# Recommended Feats for a Psychic Warrior?



## Shin Okada (Dec 7, 2005)

Our play group has never introduced Pionic rules because having aversion for introducing sci-fi taste in sword and sorcery (and bad memories of unbalancing rules in AD&D). But recently, we have realized that 3.5e pionic rules are not that unbalancing and we can regard those "powers" more like unique inborn magical abilities which some characters in fantasy world (or comic) have.

Anyway, now one of our players try to create a Psionic PC in our campaign. His choice is half-giant psychic warrior. Either Psychic Warrior 8 or Fighter 1/Psychic Warrior 7.

Stats (before modified by magic items) are Str 20, Dex 12. Con 16, Int 12, Wis 14, Cha 8.

His choice of feats are,

Deep Impact
Improved Toughness
Power Attack
Psionic Meditation
Psionic Weapon
Weapon Focus (something)
+other 2 if Fighter 1/Psychic Warrior 7

Are there any suggestions for his character build and feat selections? We are using core rules, complete books, psionics handbook and races books. Other WotC books are possible, but no Faerun, no Eberron, no BoVD/BoED, no Unearthed Arcana.

I recommended him Cleave as it will become very efficient when increased in size by Expansion power. But I don't know what other feats are good for PW.

Thanks in advance.


----------



## boolean (Dec 7, 2005)

I recommend ditching Psionic Meditation. It makes focusing a move action, but it still provokes an AoO. It's useful for a Psion or Wilder who sits at the back and uses his focus to power metapsionic feats, but not so good for a melee character.

I recommend Psicrystal Affinity, and Psicrystal Containment. This allows the character to start combat with two psionic foci, with a similar benefit.


----------



## irdeggman (Dec 7, 2005)

Speed of Thought is good. +10 ft to move, as an insight bonus, when psionically focused and not wearing heavy armor.

Ghost Attack is a decent psionic feat for a warrior type character.  It also doesn’t expend your focus which is a key thing to look for since regaining focus takes time and generates an AoO when you don’t really don’t want to waste actions. Only useful if you encounter a lot of incorporeal creatures though.

Imprint Stone can be handy. Basically a psionic scribe scrolls thing.

Psicrystal Affinity is an interesting one. Basically a manifester gets the equivalent of a familiar.
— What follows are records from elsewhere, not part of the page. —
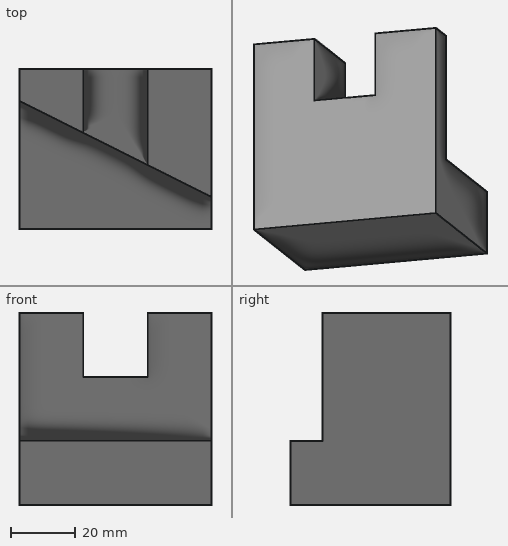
import cadquery as cq

width = 60.0
depth = 50.0
height = 60.0

base_height = 20.0
wall_depth_left = 10.0
wall_depth_right = 40.0

slot_width = 20.0
slot_depth = 20.0


def make_base():
    """Rectangular slab under the whole part."""
    return cq.Workplane("XY").box(width, depth, base_height, centered=False)


def make_wall():
    """Upright wall with a slanted front face, thicker towards +X."""
    return (
        cq.Workplane("XY")
        .polyline([
            (0, depth),
            (0, depth - wall_depth_left),
            (width, depth - wall_depth_right),
            (width, depth),
        ])
        .close()
        .extrude(height)
    )


def make_slot():
    """Block that cuts the slot along Y through the top of the wall."""
    slot_left = (width - slot_width) / 2
    slot_floor = height - slot_depth
    return (
        cq.Workplane("XY")
        .box(slot_width, depth, slot_depth, centered=False)
        .translate((slot_left, 0, slot_floor))
    )


result = make_base().union(make_wall()).cut(make_slot()).clean()
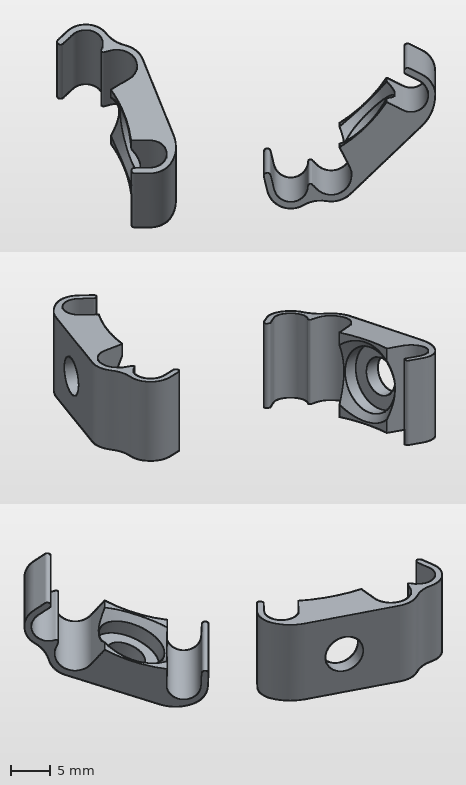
import cadquery as cq
import math


height = 11.43
wall = 0.90
tip_radius = wall / 2

small_seat_radius = 2.19
middle_seat_radius = 2.59
left_center = (-12.076, -6.15)
middle_center = (-7.49, -(middle_seat_radius + wall))
right_center = (7.125, -3.84)

left_arm_lean = 31.5
left_arm_length = 1.85
right_arm_lean = 18.0
right_arm_length = 1.85

valley_radius = 4.2
shoulder_radius = 5.65
ridge_radius = 0.30

block_side_lean = 18.0
face_radius = 20.5
face_depth = 4.93

bore_diameter = 5.08
counterbore_diameter = 8.89
counterbore_floor = 2.11
flare_start = 4.02
flare_end = 6.50


def polar(center, radius, angle):
    """Point at a distance and direction from a centre, in degrees from +X."""
    a = math.radians(angle)
    return (center[0] + radius * math.cos(a), center[1] + radius * math.sin(a))


def bearing(start, end):
    """Direction from one point to another, degrees."""
    return math.degrees(math.atan2(end[1] - start[1], end[0] - start[0]))


def circle_crossing(center_a, radius_a, center_b, radius_b):
    """Crossing of two circles that lies to the left when going from a to b."""
    gap = math.dist(center_a, center_b)
    along = (gap ** 2 + radius_a ** 2 - radius_b ** 2) / (2 * gap)
    opening = math.degrees(math.acos(along / radius_a))
    return polar(center_a, radius_a, bearing(center_a, center_b) + opening)


def block_corner(seat_tangent, direction):
    """Where a block side, leaving its seat in a direction, meets the concave face."""
    face_center = (0, -(face_depth + face_radius))
    a = math.radians(direction)
    dx = seat_tangent[0] - face_center[0]
    dy = seat_tangent[1] - face_center[1]
    half_b = dx * math.cos(a) + dy * math.sin(a)
    c = dx ** 2 + dy ** 2 - face_radius ** 2
    length = -half_b - math.sqrt(half_b ** 2 - c)
    return polar(seat_tangent, length, direction)


def arc(profile, center, radius, start_angle, end_angle):
    """Continue the profile along an arc that begins at the current point."""
    middle = polar(center, radius, (start_angle + end_angle) / 2)
    return profile.threePointArc(middle, polar(center, radius, end_angle))


def make_profile():
    """Closed outline of the clip, clockwise from the left end of the flat back."""
    small_shell_radius = small_seat_radius + wall
    middle_shell_radius = middle_seat_radius + wall

    valley_center = circle_crossing(
        left_center, small_shell_radius + valley_radius,
        middle_center, middle_shell_radius + valley_radius,
    )
    valley_to_left = bearing(valley_center, left_center)
    valley_to_middle = bearing(valley_center, middle_center)

    shoulder_offset = shoulder_radius - small_shell_radius
    shoulder_drop = right_center[1] + shoulder_radius
    shoulder_center = (
        right_center[0] - math.sqrt(shoulder_offset ** 2 - shoulder_drop ** 2),
        -shoulder_radius,
    )
    shoulder_end = bearing(shoulder_center, right_center)

    ridge_x = middle_center[0] - middle_seat_radius - ridge_radius
    ridge_reach = small_seat_radius + ridge_radius
    ridge_center = (
        ridge_x,
        left_center[1] + math.sqrt(ridge_reach ** 2 - (ridge_x - left_center[0]) ** 2),
    )
    ridge_to_left = bearing(left_center, ridge_center)

    left_normal = 180 + left_arm_lean
    right_normal = -right_arm_lean
    left_arm_direction = left_normal + 90
    right_arm_direction = right_normal - 90
    arm_mid_radius = small_seat_radius + tip_radius
    left_tip = polar(polar(left_center, arm_mid_radius, left_normal),
                     left_arm_length, left_arm_direction)
    right_tip = polar(polar(right_center, arm_mid_radius, right_normal),
                      right_arm_length, right_arm_direction)

    middle_side_normal = block_side_lean
    right_side_normal = 180 - block_side_lean
    block_left = block_corner(polar(middle_center, middle_seat_radius, middle_side_normal),
                              middle_side_normal - 90)
    block_right = block_corner(polar(right_center, small_seat_radius, right_side_normal),
                               right_side_normal + 90)

    profile = cq.Workplane("XY").moveTo(middle_center[0], 0).lineTo(shoulder_center[0], 0)
    profile = arc(profile, shoulder_center, shoulder_radius, 90, shoulder_end)
    profile = arc(profile, right_center, small_shell_radius, shoulder_end, right_normal)
    profile = profile.lineTo(*polar(right_tip, tip_radius, right_normal))
    profile = arc(profile, right_tip, tip_radius, right_normal, right_normal - 180)

    profile = profile.lineTo(*polar(right_center, small_seat_radius, right_normal))
    profile = arc(profile, right_center, small_seat_radius, right_normal, right_side_normal)
    profile = profile.lineTo(*block_right)
    profile = profile.threePointArc((0, -face_depth), block_left)
    profile = profile.lineTo(*polar(middle_center, middle_seat_radius, middle_side_normal))
    profile = arc(profile, middle_center, middle_seat_radius, middle_side_normal, 180)

    profile = profile.lineTo(*polar(ridge_center, ridge_radius, 0))
    profile = arc(profile, ridge_center, ridge_radius, 0, ridge_to_left - 180)
    profile = arc(profile, left_center, small_seat_radius, ridge_to_left, left_normal)
    profile = profile.lineTo(*polar(left_tip, tip_radius, left_normal - 180))
    profile = arc(profile, left_tip, tip_radius, left_normal + 180, left_normal)
    profile = profile.lineTo(*polar(left_center, small_shell_radius, left_normal))

    profile = arc(profile, left_center, small_shell_radius, left_normal, valley_to_left + 180)
    profile = arc(profile, valley_center, valley_radius, valley_to_left, valley_to_middle)
    profile = arc(profile, middle_center, middle_shell_radius, valley_to_middle + 180, 90)
    return profile.close()


def make_screw_hole():
    """Bore, counterbore and 45 degree flare, revolved about the Y axis."""
    bore_radius = bore_diameter / 2
    counterbore_radius = counterbore_diameter / 2
    flare_radius = counterbore_radius + flare_end - flare_start
    outline = [
        (0, 0),
        (bore_radius, 0),
        (bore_radius, -counterbore_floor),
        (counterbore_radius, -counterbore_floor),
        (counterbore_radius, -flare_start),
        (flare_radius, -flare_end),
        (0, -flare_end),
    ]
    return cq.Workplane("XY").polyline(outline).close().revolve(360, (0, 0, 0), (0, 1, 0))


body = make_profile().extrude(height / 2, both=True)
result = body.cut(make_screw_hole())

So if you want things like Alertness feat, etc.

I tend to shy away from feats that expend the psionic focus, especially when they almost always apply to a single attack so you end up putting all of your eggs into one basket.

Power Attack is great standard feat for a character with as high a Strength as yours does since it greatly increases the 1 shot kill capability and also applies to all attacks made until your next turn (including AoO).

Also for a warrior type I’d go more with a soulknife instead of a psi warrior.  More combat style things and no powers to manifest. A pretty good way to introduce psionics without introducing them if that makes any sense. Even though the Exp Psi half-giant has favored class Psi warrior.

As a side note, I really don’t like the Exp Psi version of the half-giant. The Exp Psi version really doesn’t capture the Athasian (i.e., Dark Sun) one very well at all, and that is where the race came from in the first place.  I’d use the Dark Sun rules from Athas.org instead. Here is the link and selected text for the race itself.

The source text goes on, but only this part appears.